TASK INSTRUCTIONS ->
The answer is all of the data repeated exactly, with each picture omitted.

Extracted data entries:
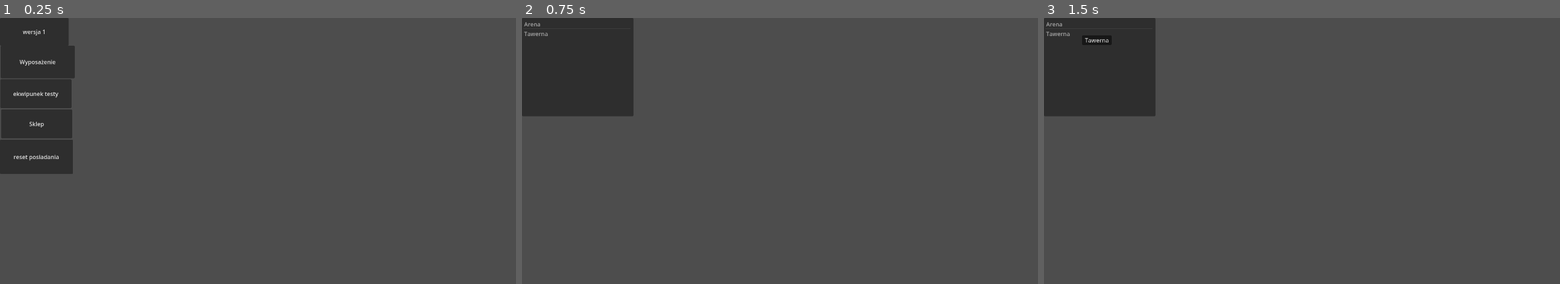
Above: before the commit, frames 1-3 (left to right).
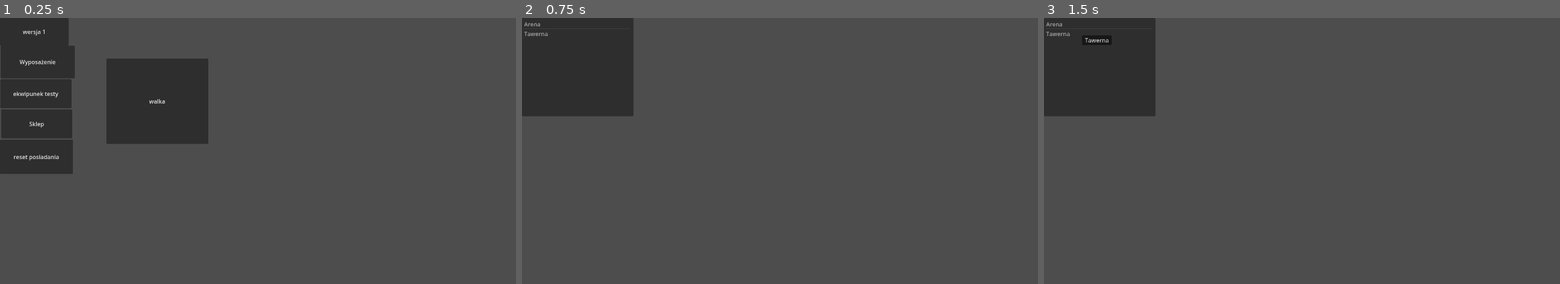
Above: after the commit, the same moments.

Repository: Okularnik2001PL/Ksssssssss
Game: Godot game, scene res://główne_menu.tscn
Same seed, same stepped clock (60 frames per second), same inputs: the game is played once before the commit and once after it.
Inputs:
- Up to frame 1 (0.25 s): no input
- Up to frame 2 (0.75 s): click "wersja 1" at 0.5 s
- Up to frame 3 (1.5 s): tap Enter at 1.25 s

The runs differ from the first frame. In frame 1, 6.3% of the frame differs, in the area x 20-41%, y 15-48%; in frame 2, nothing differs; in frame 3, nothing differs.

Commit message:
walka podstawa

Diff:
--- /dev/null
+++ b/Nowe/Sceny/arena2.tscn
@@ -0,0 +1,31 @@
+[gd_scene load_steps=2 format=3 uid="uid://b8ehlvpti5pt6"]
+
+[ext_resource type="Script" path="res://arena2.gd" id="1_1bcc2"]
+
+[node name="Arena" type="Node2D"]
+script = ExtResource("1_1bcc2")
+
+[node name="Gracz" type="Label" parent="."]
+offset_left = 2.0
+offset_top = 1.0
+offset_right = 42.0
+offset_bottom = 24.0
+
+[node name="HP" type="Label" parent="Gracz"]
+layout_mode = 0
+offset_top = 21.0
+offset_right = 40.0
+offset_bottom = 44.0
+
+[node name="Enemy" type="Label" parent="."]
+offset_left = 1399.0
+offset_top = 11.0
+offset_right = 1439.0
+offset_bottom = 34.0
+
+[node name="HP" type="Label" parent="Enemy"]
+layout_mode = 0
+offset_left = -1.0
+offset_top = 34.0
+offset_right = 39.0
+offset_bottom = 57.0
--- /dev/null
+++ b/arena2.gd
@@ -0,0 +1,49 @@
+extends Node2D
+var gra=1
+#sword+tarcza
+var Prentkosc1=50
+var Hp1=100
+var Dmg1=randi_range(2,5)
+var tarcza=randi_range(1,2)
+var wytszymałosc_tarczy=30
+#Axe
+var prentkosc2=100
+var hp2=100
+var dmg_Broni2x=dane.znajdz(Ene.Barbarzynca[0],"dmg","x")
+var dmg_Broni2y=dane.znajdz(Ene.Barbarzynca[0],"dmg","y")
+func _process(delta):
+	if Prentkosc1==0:
+		if gra==1:
+			walka("sword+tarcza")
+			smierc()
+			Prentkosc1=50
+	if prentkosc2==0:
+		if gra==1:
+			walka("Barbarzynca")
+			smierc()
+			prentkosc2=100
+	prentkosc2-=1
+	Prentkosc1-=1
+func walka(kto):
+	match kto:
+		"sword+tarcza":
+			Dmg1=randi_range(2,5)
+			#tarcza=randi_range(1,2)
+			hp2-=Dmg1
+			$Enemy/HP.text="Dziki Wojownik "+str(hp2)
+			#print(tarcza)
+		"Barbarzynca":
+			var dmg2=randi_range(dmg_Broni2x,dmg_Broni2y)
+			#if tarcza<2 && wytszymałosc_tarczy>0:
+				#wytszymałosc_tarczy-=dmg2
+				#$Label/Label.text="Tarcza "+str(wytszymałosc_tarczy)
+			#else:
+			Hp1-=dmg2
+			$Gracz/HP.text="Zbrojny "+str(Hp1)
+func smierc():
+	if Hp1<1:
+		print("zginoł1")
+		gra=0
+	if hp2<1:
+		print("zginoł2")
+		gra=0
--- a/główne_menu.gd
+++ b/główne_menu.gd
@@ -42,3 +42,7 @@
 			print("Plik ma mniej niż dwie linie.")
 	else:
 		print("Nie można otworzyć pliku:", file_path)
+
+
+func _on_button_6_pressed() -> void:
+	get_tree().change_scene_to_file("res://Nowe/Sceny/arena2.tscn")
--- a/główne_menu.tscn
+++ b/główne_menu.tscn
@@ -37,8 +37,16 @@
 offset_bottom = 440.0
 text = "reset posiadania"
 
+[node name="Button6" type="Button" parent="."]
+offset_left = 299.0
+offset_top = 114.0
+offset_right = 585.0
+offset_bottom = 355.0
+text = "walka"
+
 [connection signal="button_down" from="Button" to="." method="_on_button_button_down"]
 [connection signal="button_down" from="Button2" to="." method="_on_button_2_button_down"]
 [connection signal="pressed" from="Button3" to="." method="_on_button_3_pressed"]
 [connection signal="pressed" from="Button4" to="." method="_on_button_4_pressed"]
 [connection signal="pressed" from="Button5" to="." method="_on_button_5_pressed"]
+[connection signal="pressed" from="Button6" to="." method="_on_button_6_pressed"]

RESULT BELOW ->
Above: before the commit, frames 1-3 (left to right).
Above: after the commit, the same moments.

Repository: Okularnik2001PL/Ksssssssss
Game: Godot game, scene res://główne_menu.tscn
Same seed, same stepped clock (60 frames per second), same inputs: the game is played once before the commit and once after it.
Inputs:
- Up to frame 1 (0.25 s): no input
- Up to frame 2 (0.75 s): click "wersja 1" at 0.5 s
- Up to frame 3 (1.5 s): tap Enter at 1.25 s

The runs differ from the first frame. In frame 1, 6.3% of the frame differs, in the area x 20-41%, y 15-48%; in frame 2, nothing differs; in frame 3, nothing differs.

Commit message:
walka podstawa

Diff:
--- /dev/null
+++ b/Nowe/Sceny/arena2.tscn
@@ -0,0 +1,31 @@
+[gd_scene load_steps=2 format=3 uid="uid://b8ehlvpti5pt6"]
+
+[ext_resource type="Script" path="res://arena2.gd" id="1_1bcc2"]
+
+[node name="Arena" type="Node2D"]
+script = ExtResource("1_1bcc2")
+
+[node name="Gracz" type="Label" parent="."]
+offset_left = 2.0
+offset_top = 1.0
+offset_right = 42.0
+offset_bottom = 24.0
+
+[node name="HP" type="Label" parent="Gracz"]
+layout_mode = 0
+offset_top = 21.0
+offset_right = 40.0
+offset_bottom = 44.0
+
+[node name="Enemy" type="Label" parent="."]
+offset_left = 1399.0
+offset_top = 11.0
+offset_right = 1439.0
+offset_bottom = 34.0
+
+[node name="HP" type="Label" parent="Enemy"]
+layout_mode = 0
+offset_left = -1.0
+offset_top = 34.0
+offset_right = 39.0
+offset_bottom = 57.0
--- /dev/null
+++ b/arena2.gd
@@ -0,0 +1,49 @@
+extends Node2D
+var gra=1
+#sword+tarcza
+var Prentkosc1=50
+var Hp1=100
+var Dmg1=randi_range(2,5)
+var tarcza=randi_range(1,2)
+var wytszymałosc_tarczy=30
+#Axe
+var prentkosc2=100
+var hp2=100
+var dmg_Broni2x=dane.znajdz(Ene.Barbarzynca[0],"dmg","x")
+var dmg_Broni2y=dane.znajdz(Ene.Barbarzynca[0],"dmg","y")
+func _process(delta):
+	if Prentkosc1==0:
+		if gra==1:
+			walka("sword+tarcza")
+			smierc()
+			Prentkosc1=50
+	if prentkosc2==0:
+		if gra==1:
+			walka("Barbarzynca")
+			smierc()
+			prentkosc2=100
+	prentkosc2-=1
+	Prentkosc1-=1
+func walka(kto):
+	match kto:
+		"sword+tarcza":
+			Dmg1=randi_range(2,5)
+			#tarcza=randi_range(1,2)
+			hp2-=Dmg1
+			$Enemy/HP.text="Dziki Wojownik "+str(hp2)
+			#print(tarcza)
+		"Barbarzynca":
+			var dmg2=randi_range(dmg_Broni2x,dmg_Broni2y)
+			#if tarcza<2 && wytszymałosc_tarczy>0:
+				#wytszymałosc_tarczy-=dmg2
+				#$Label/Label.text="Tarcza "+str(wytszymałosc_tarczy)
+			#else:
+			Hp1-=dmg2
+			$Gracz/HP.text="Zbrojny "+str(Hp1)
+func smierc():
+	if Hp1<1:
+		print("zginoł1")
+		gra=0
+	if hp2<1:
+		print("zginoł2")
+		gra=0
--- a/główne_menu.gd
+++ b/główne_menu.gd
@@ -42,3 +42,7 @@
 			print("Plik ma mniej niż dwie linie.")
 	else:
 		print("Nie można otworzyć pliku:", file_path)
+
+
+func _on_button_6_pressed() -> void:
+	get_tree().change_scene_to_file("res://Nowe/Sceny/arena2.tscn")
--- a/główne_menu.tscn
+++ b/główne_menu.tscn
@@ -37,8 +37,16 @@
 offset_bottom = 440.0
 text = "reset posiadania"
 
+[node name="Button6" type="Button" parent="."]
+offset_left = 299.0
+offset_top = 114.0
+offset_right = 585.0
+offset_bottom = 355.0
+text = "walka"
+
 [connection signal="button_down" from="Button" to="." method="_on_button_button_down"]
 [connection signal="button_down" from="Button2" to="." method="_on_button_2_button_down"]
 [connection signal="pressed" from="Button3" to="." method="_on_button_3_pressed"]
 [connection signal="pressed" from="Button4" to="." method="_on_button_4_pressed"]
 [connection signal="pressed" from="Button5" to="." method="_on_button_5_pressed"]
+[connection signal="pressed" from="Button6" to="." method="_on_button_6_pressed"]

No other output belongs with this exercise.